Almost all biodiversity-ecosystem function studies focus on species richness. However, a complete diversity concept includes species’ relative abundances, since high evenness across species indicates more compositional heterogeneity than does low evenness (high dominance). If we neglect evenness as a component of diversity, we may be missing BEF patterns linked to mechanisms that depend on relative abundance. Hill numbers are a family of diversity metrics vary how they weight species richness and species’ relative abundances. This weighting is accomplished by continuous exponent q, and Hill numbers include species richness (q = 0), exponentiated Shannon (q = 1) and inverse Simpson (q = 2). Here we determine which value of q produces the strongest diversity-ecosystem function relationship in two large-scale, observational datasets, one on wildflower pollination by bees and the second on carbon storage by tropical forests. We measured the predictive power of diversity for function in two ways: (1) the r2 of diversity as the sole predictor; (2) the partial r2 of diversity in a model that also included abundance (“abundance models”). Unless richness is more predictive than other Hill diversities in both model types, incorporating evenness to some degree is valuable for understanding the drivers of function.
Results/Conclusions
Analyses of pollination and tropical forest data produced different results.
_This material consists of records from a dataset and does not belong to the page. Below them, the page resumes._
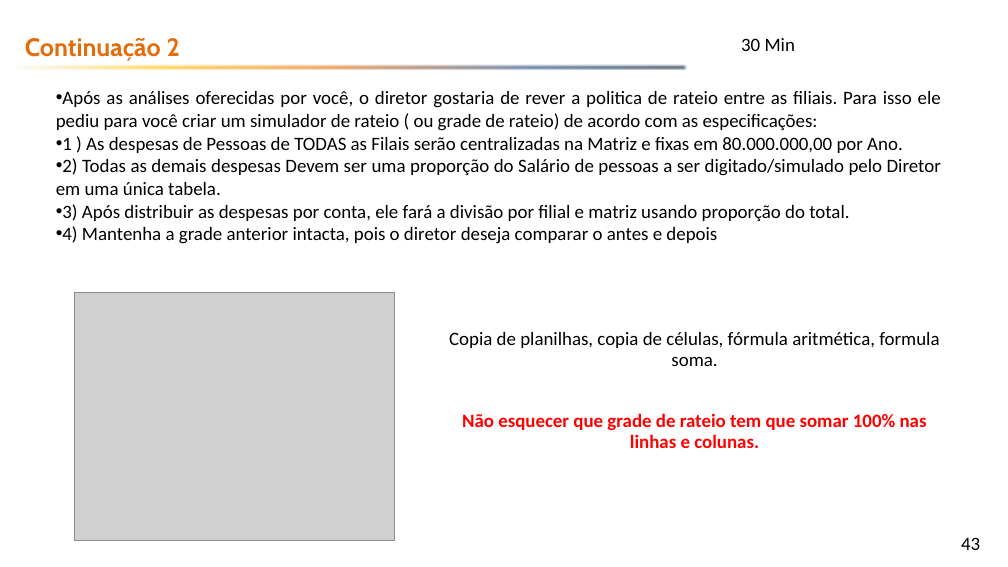
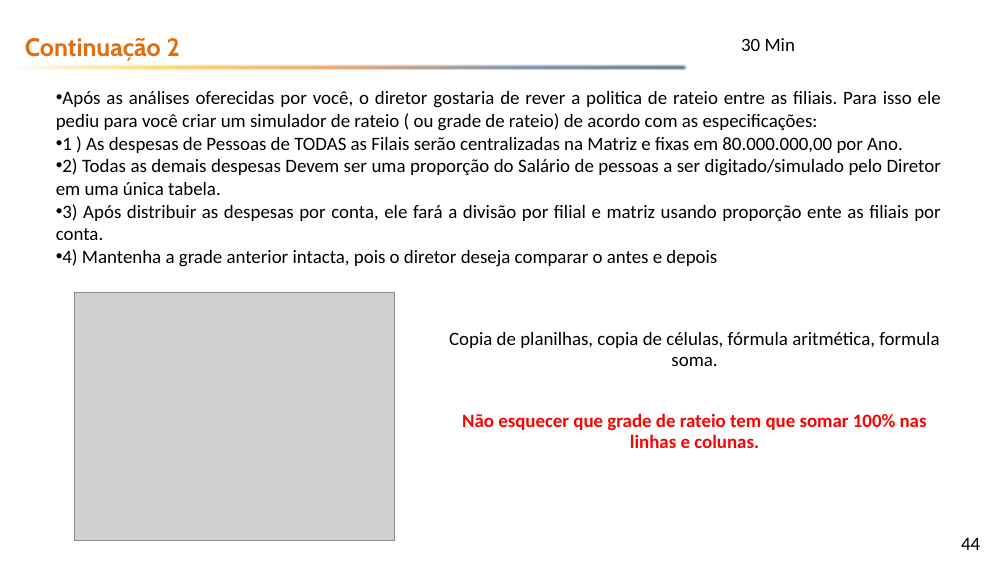
Before and after one commit to emerson-fenrir/Excel_Basico, a slide deck: slide 44 of Aula3.pptx (slide 43 before the commit). Drawn at 1008x567 pixels with LibreOffice and Linux fonts; fonts in the diff are those of the drawing; grey boxes stand for pictures; background and template pictures are left out. Boxes give left, top, right and bottom in pixels: in the first picture for what was removed or moved away, otherwise in the second. Text is boxed around its words. In the diff, an @@ line names an element or a change of style, - is before the commit and + after.

```diff
--- a/Aula3.pptx
+++ b/Aula3.pptx
@@ subtitle at (56,204,940,240): text changed @@
-• 3) Após distribuir as despesas por conta, ele fará a divisão por filial e matriz usando proporção do total.
+• 3) Após distribuir as despesas por conta, ele fará a divisão por filial e matriz usando proporção ente as filiais por conta.
@@ page number at (961,538,980,550): text changed @@
-43
+44
```
Also in this commit, not shown: 8 other slides changed, 1 slide added, 3 other files.
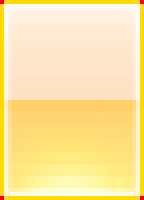
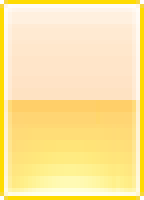
Layered file, before and after one edit (144x200). Changes by layer:
hid "Layer 2" over [0, 0, 144, 200]
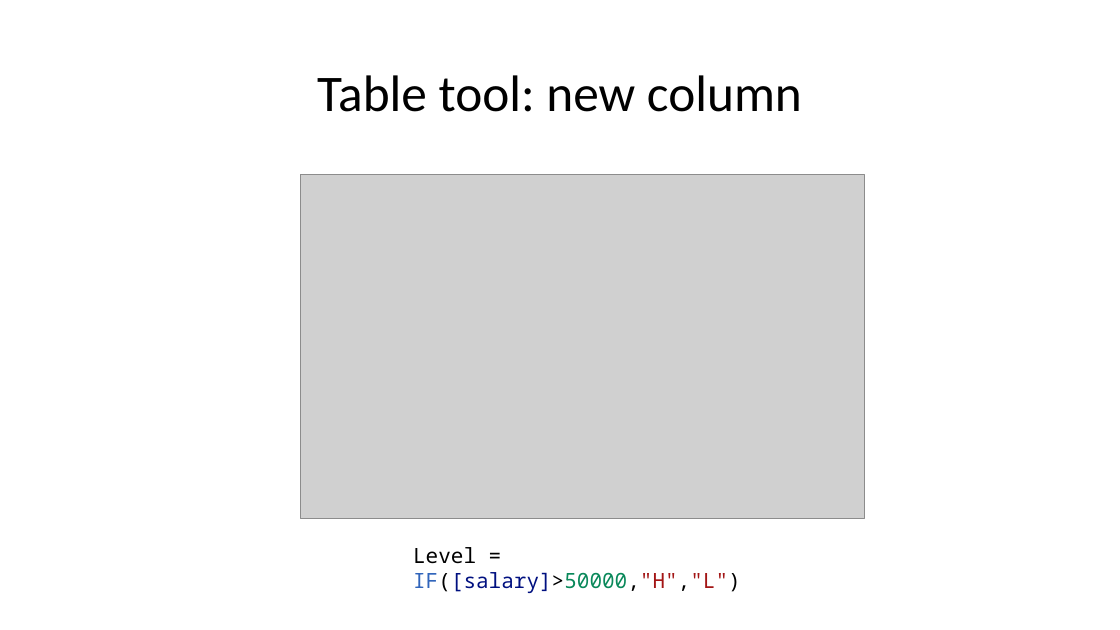
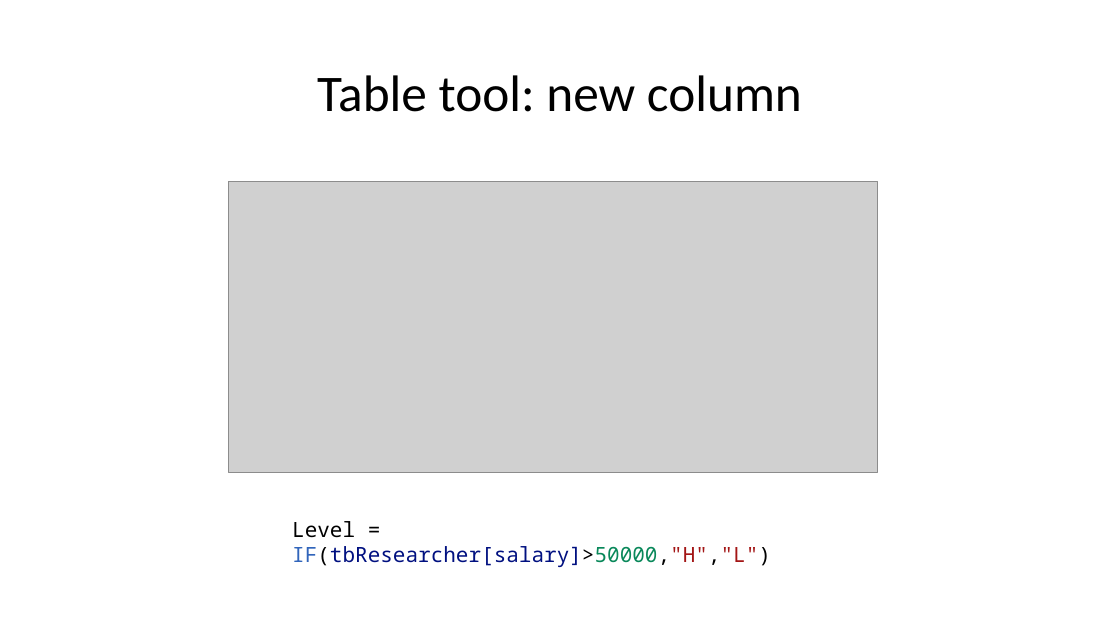
Before and after one commit to kimteespk/DADS5001-Data-Analytics-and-Data-Science-Tools-and-Programming, a slide deck: slide 20 of 12-PowerBI/DSTools-Power-BI.pptx. Drawn at 1120x630 pixels with LibreOffice and Linux fonts; fonts in the diff are those of the drawing; grey boxes stand for pictures. Boxes give left, top, right and bottom in pixels: in the first picture for what was removed or moved away, otherwise in the second. Text is boxed around its words. In the diff, an @@ line names an element or a change of style, - is before the commit and + after.

```diff
--- a/12-PowerBI/DSTools-Power-BI.pptx
+++ b/12-PowerBI/DSTools-Power-BI.pptx
@@ picture: place and size @@
-picture at box(301, 175, 865, 518)
+picture at box(229, 181, 878, 472)
@@ text at box(292, 521, 771, 567): text changed; text colour #000000 to #001080 @@
-Level = IF([salary]>50000,"H","L")
+Level = IF(tbResearcher[salary]>50000,"H","L")
```
Also in this commit, not shown: 6 other slides changed, 1 slide added, 1 slide removed, 1 other file.

For the pollination data, the r2 for diversity as sole predictor was highest at q=0, meaning richness predicts seed set better than metrics that also account for relative abundance. However, when aggregate abundance was included, the r2 for diversity in abundance models was much lower and insensitive to q. This happened because diversity per se is not predictive; rather, abundance is strongly correlated with richness and this correlation disappears as q increases. For the forest data, the r2 for diversity by itself was again highest at q=0. However, the r2 for diversity in abundance models peaked at q=1.75, which roughly corresponds with Simpson diversity. One reason we found different results could be high among-site variation in abundance for bees, but not trees. This may be due to fundamental differences between these communities and functions. Stationary organisms store carbon at fairly consistent levels across time. Pollination is provided by mobile organisms whose abundances are highly sensitive to environmental conditions, and whose functional contributions have a high degree of stochasticity. We explore whether diversity is more likely to drive function when organisms are stationary and abundance is less variable across space.